# Experimenting with tinted varnish



## keress (Apr 4, 2015)

I've been playing with a technique I cooked up some years ago. I'd sanded a hardwood floor and had a section the dog had peed on years earlier that was blackened. I was pickling the floor so it was very noticeable. I've done a fair amount of painting as in artist painting, so I got down on the floor and painted some wood grain over the stain with acrylic paint, since I was using water-based finish.

I'm experimenting again. I've got an old table with a butcher block top. Someone gave me a china cabinet in a medium stain. I've redone the chairs so the unpainted wood matches the cabinet. It's an odd wood, I suspect tropical that stains very poorly. There are dark flecks in the wood that show up prominently when stained, and it's splotchy in general. I used the technique above to get the wood to look like a better grade of wood that stains nicely. 

I used Wonderfill eventually to eliminate the splotchiness and the table top did stain better than the other pieces, with just a few areas I needed to correct. But, that all said, now that I look at it, it's redder than the other pieces. I tried adding some artist's oil color to the spar varnish. (I went with oil color since I'd used Minwax oil stain.) 

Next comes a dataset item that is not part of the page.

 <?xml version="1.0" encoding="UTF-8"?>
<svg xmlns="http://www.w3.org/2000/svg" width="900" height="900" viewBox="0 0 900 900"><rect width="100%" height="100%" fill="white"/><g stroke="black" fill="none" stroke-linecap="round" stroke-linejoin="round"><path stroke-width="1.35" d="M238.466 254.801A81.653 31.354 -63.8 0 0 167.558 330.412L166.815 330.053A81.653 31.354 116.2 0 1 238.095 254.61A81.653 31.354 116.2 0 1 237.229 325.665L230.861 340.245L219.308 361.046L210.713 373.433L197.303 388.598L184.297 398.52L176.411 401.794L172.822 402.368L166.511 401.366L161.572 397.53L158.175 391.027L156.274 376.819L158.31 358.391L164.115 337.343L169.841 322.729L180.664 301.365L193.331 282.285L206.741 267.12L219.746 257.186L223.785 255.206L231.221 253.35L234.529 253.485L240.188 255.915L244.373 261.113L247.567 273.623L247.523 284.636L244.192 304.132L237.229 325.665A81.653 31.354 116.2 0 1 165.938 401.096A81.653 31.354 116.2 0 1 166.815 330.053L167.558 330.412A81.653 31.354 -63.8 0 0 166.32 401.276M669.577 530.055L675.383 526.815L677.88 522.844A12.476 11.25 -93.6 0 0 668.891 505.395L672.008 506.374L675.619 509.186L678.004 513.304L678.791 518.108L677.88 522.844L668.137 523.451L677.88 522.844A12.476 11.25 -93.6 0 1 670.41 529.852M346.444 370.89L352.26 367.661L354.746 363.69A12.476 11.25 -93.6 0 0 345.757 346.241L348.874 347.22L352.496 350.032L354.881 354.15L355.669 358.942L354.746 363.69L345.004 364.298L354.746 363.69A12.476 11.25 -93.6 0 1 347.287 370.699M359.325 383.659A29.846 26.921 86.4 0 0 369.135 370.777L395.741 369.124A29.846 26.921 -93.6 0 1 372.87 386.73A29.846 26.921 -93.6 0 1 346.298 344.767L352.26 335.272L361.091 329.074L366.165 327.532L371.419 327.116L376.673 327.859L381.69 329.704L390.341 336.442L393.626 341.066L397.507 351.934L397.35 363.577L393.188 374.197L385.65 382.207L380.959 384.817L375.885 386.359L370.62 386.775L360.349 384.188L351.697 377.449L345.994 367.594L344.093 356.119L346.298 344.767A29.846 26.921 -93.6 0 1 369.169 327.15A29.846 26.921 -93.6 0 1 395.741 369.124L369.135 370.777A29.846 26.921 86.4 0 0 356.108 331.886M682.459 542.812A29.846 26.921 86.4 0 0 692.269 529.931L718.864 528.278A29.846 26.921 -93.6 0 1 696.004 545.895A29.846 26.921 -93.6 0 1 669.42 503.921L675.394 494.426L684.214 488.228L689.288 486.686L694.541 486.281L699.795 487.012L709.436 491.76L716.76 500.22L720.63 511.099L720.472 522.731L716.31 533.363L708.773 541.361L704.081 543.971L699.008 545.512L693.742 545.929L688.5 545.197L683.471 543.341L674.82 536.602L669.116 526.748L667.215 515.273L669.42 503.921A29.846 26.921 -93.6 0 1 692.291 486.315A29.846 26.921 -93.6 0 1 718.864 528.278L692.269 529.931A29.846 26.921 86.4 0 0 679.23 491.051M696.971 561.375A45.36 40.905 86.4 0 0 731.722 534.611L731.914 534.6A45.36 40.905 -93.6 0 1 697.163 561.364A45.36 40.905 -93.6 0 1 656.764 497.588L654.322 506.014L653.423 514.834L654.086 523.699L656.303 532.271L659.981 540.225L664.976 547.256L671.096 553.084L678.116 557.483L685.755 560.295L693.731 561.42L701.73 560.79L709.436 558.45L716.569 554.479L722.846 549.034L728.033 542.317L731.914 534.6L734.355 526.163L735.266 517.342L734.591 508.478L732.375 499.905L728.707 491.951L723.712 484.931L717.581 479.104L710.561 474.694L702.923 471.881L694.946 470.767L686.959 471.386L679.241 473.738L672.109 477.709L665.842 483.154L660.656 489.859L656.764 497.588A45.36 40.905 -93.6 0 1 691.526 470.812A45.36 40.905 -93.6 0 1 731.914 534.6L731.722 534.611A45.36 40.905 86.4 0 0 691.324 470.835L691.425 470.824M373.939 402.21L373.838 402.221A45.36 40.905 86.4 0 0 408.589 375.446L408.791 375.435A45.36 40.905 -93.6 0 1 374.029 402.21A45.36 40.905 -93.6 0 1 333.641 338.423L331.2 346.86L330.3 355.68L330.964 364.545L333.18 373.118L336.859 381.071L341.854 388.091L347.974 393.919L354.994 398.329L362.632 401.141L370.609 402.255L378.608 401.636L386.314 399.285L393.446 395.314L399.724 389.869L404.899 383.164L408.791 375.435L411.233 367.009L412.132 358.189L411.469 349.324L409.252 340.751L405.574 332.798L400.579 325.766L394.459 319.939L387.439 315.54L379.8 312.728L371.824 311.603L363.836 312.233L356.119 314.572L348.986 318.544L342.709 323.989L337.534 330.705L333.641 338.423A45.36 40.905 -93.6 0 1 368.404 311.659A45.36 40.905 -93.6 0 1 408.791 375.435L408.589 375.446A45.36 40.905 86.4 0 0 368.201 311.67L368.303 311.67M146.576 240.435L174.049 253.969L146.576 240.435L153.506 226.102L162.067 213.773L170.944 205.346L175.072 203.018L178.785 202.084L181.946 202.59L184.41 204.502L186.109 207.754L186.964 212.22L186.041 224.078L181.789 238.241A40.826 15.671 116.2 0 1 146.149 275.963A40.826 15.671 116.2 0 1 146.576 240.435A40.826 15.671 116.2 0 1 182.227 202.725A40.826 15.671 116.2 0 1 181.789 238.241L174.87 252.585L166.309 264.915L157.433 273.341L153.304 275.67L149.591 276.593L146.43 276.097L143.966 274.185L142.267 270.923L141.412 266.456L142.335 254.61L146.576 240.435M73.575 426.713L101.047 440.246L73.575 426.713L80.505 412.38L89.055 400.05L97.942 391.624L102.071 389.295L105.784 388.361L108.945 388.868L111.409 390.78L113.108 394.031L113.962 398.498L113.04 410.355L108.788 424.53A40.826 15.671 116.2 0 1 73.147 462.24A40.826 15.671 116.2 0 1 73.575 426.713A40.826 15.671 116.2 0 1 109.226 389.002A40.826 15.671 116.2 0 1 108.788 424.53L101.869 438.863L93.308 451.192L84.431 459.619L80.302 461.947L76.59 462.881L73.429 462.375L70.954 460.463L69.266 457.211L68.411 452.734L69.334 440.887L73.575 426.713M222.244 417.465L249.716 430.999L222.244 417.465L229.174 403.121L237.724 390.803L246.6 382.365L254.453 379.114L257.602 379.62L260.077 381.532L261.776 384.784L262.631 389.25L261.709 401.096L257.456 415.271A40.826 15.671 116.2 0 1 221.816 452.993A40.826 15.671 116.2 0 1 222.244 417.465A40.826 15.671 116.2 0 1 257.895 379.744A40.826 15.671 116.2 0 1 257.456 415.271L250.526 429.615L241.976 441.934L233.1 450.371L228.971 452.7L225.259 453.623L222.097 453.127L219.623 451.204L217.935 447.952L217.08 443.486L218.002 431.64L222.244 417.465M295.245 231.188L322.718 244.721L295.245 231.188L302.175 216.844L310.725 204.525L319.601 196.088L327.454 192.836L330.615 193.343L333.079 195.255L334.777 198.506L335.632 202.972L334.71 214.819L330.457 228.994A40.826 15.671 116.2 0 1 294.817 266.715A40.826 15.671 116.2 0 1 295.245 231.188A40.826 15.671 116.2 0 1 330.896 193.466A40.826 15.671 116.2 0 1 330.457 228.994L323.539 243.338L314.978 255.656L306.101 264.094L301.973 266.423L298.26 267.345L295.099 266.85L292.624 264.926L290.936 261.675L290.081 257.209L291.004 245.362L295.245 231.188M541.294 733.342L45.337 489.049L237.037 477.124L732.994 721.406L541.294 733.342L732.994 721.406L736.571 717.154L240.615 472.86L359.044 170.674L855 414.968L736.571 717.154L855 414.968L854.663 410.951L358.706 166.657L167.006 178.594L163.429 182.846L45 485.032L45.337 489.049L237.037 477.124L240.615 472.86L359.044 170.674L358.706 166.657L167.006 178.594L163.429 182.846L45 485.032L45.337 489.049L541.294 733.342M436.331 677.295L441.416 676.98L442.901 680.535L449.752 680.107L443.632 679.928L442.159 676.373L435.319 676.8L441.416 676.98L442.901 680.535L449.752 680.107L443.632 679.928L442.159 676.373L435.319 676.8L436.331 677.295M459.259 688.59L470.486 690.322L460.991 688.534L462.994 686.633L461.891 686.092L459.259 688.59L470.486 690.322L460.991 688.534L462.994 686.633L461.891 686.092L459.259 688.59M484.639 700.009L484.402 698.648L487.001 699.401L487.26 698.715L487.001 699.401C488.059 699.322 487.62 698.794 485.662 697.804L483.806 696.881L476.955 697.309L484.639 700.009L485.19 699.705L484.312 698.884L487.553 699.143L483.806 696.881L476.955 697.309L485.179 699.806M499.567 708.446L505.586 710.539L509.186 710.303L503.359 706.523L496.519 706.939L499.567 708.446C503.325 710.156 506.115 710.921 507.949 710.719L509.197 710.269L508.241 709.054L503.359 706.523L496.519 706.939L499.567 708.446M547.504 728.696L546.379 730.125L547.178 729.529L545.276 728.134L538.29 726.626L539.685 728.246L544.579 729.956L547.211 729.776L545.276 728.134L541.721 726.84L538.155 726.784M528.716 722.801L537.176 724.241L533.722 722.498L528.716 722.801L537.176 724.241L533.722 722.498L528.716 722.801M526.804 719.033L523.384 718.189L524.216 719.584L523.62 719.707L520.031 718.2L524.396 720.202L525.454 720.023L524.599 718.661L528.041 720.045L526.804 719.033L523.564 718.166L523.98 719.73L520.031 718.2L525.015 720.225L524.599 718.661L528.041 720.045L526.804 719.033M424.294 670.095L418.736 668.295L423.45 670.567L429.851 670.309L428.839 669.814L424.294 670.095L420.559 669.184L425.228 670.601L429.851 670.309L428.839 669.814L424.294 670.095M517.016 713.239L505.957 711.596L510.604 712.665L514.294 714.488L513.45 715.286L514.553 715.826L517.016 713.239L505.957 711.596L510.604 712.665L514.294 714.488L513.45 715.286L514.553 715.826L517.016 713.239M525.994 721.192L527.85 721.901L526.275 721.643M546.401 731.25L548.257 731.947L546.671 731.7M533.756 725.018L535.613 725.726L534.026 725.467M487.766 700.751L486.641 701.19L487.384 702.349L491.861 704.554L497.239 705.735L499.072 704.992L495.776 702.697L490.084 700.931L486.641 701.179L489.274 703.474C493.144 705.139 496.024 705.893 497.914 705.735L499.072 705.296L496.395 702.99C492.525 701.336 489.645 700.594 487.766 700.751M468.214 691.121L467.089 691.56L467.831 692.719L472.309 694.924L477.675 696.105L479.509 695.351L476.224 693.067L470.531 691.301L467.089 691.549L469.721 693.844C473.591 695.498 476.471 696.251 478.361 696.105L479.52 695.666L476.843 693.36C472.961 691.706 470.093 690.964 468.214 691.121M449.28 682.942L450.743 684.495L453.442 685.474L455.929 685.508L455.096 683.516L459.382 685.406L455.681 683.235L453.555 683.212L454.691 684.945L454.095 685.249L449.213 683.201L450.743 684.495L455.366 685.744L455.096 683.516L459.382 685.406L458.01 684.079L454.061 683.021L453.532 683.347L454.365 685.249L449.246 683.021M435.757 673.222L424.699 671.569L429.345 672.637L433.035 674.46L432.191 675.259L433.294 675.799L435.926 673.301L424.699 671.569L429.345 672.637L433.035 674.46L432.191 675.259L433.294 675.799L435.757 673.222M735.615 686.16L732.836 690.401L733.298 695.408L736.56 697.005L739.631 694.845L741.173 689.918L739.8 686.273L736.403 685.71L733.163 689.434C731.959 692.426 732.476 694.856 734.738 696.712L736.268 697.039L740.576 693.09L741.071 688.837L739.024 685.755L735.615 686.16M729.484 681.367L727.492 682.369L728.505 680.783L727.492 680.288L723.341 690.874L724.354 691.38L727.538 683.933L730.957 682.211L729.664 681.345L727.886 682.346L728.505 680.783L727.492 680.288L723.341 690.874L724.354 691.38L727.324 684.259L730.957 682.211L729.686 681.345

It did not work well and I wound up wiping it off with mineral spirits. In doing so I noticed that I had much better control in blending all the wood to have an equal amount of the color in the tinted varnish. So I cut the varnish with mineral spirits by about half and was able to quickly add a thin layer of color. I think one more pass and I will have all the pieces matching well enough.

My question is, what is the effect of using several thinned layers on top of two denser layers? In oil painting (as in artist's painting pictures on canvas) there's advice to put fat over lean to avoid cracking. I'm doing the opposite here. Is this finish likely to fail in a year or two?

What are the characteristics of thinned varnish? Does it take longer to dry? Should I allow more time between coats? Anybody have any opinions/experience with this.


----------



## Steve Neul (Sep 2, 2011)

What kind of wood is the butcher block top made of? Many species of wood will stain blotchy and ugly if you don't pre-treat the wood with a wood conditioner. 

As far as putting color in a oil based finish you can just buy polyshades. It is just polyurethane with pigmented added. If your project is interior you would be better off using an oil based polyurethane than a spar varnish. A spar varnish is made softer and more elastic to deal with the temperature changes of being outdoors. A polyurethane would make a harder more durable finish. 

What are you using for color? If it is straight pigment you can create adhesion problems unless you add it to a binder like varnish. 

Artist oil paint is a different medium that what you are doing, especially over wood. What every you apply it needs to be completely dry before applying another coat. The top layer will certainly crack if you paint over a finish that hadn't dried. If what you are doing is very thick you might have to wait until one layer is cured completely before applying another. This would mean a month between coats. 

Varnish will take longer to dry if thinned. Varnish is a mixture of drying oils like linseed oil and tung oil and other resins and if you thin it the solvent has to evaporate before the oils begin to dry. Still in warm weather a oil based varnish should dry enough to recoat after drying overnight. If the weather is cool and or damp it could take a couple days between coats. If you can press your finger on the finish and leave a fingerprint in the finish then it's not near dry enough. The finish should be dry enough you can sand it and it makes dust.


----------



## keress (Apr 4, 2015)

Thanks for the reply. I am already too far along this project to switch from the spar varnish. I didn't care for the polyshades. It was very difficult to avoid overlaps in color, the same problem I was having until I thinned the tinted varnish I'd concocted. From what I've been able to research, it appears that artist oil colors are basically just pigment and linseed oil (or the equivalent). The main difference is that spar varnish has drying agents. 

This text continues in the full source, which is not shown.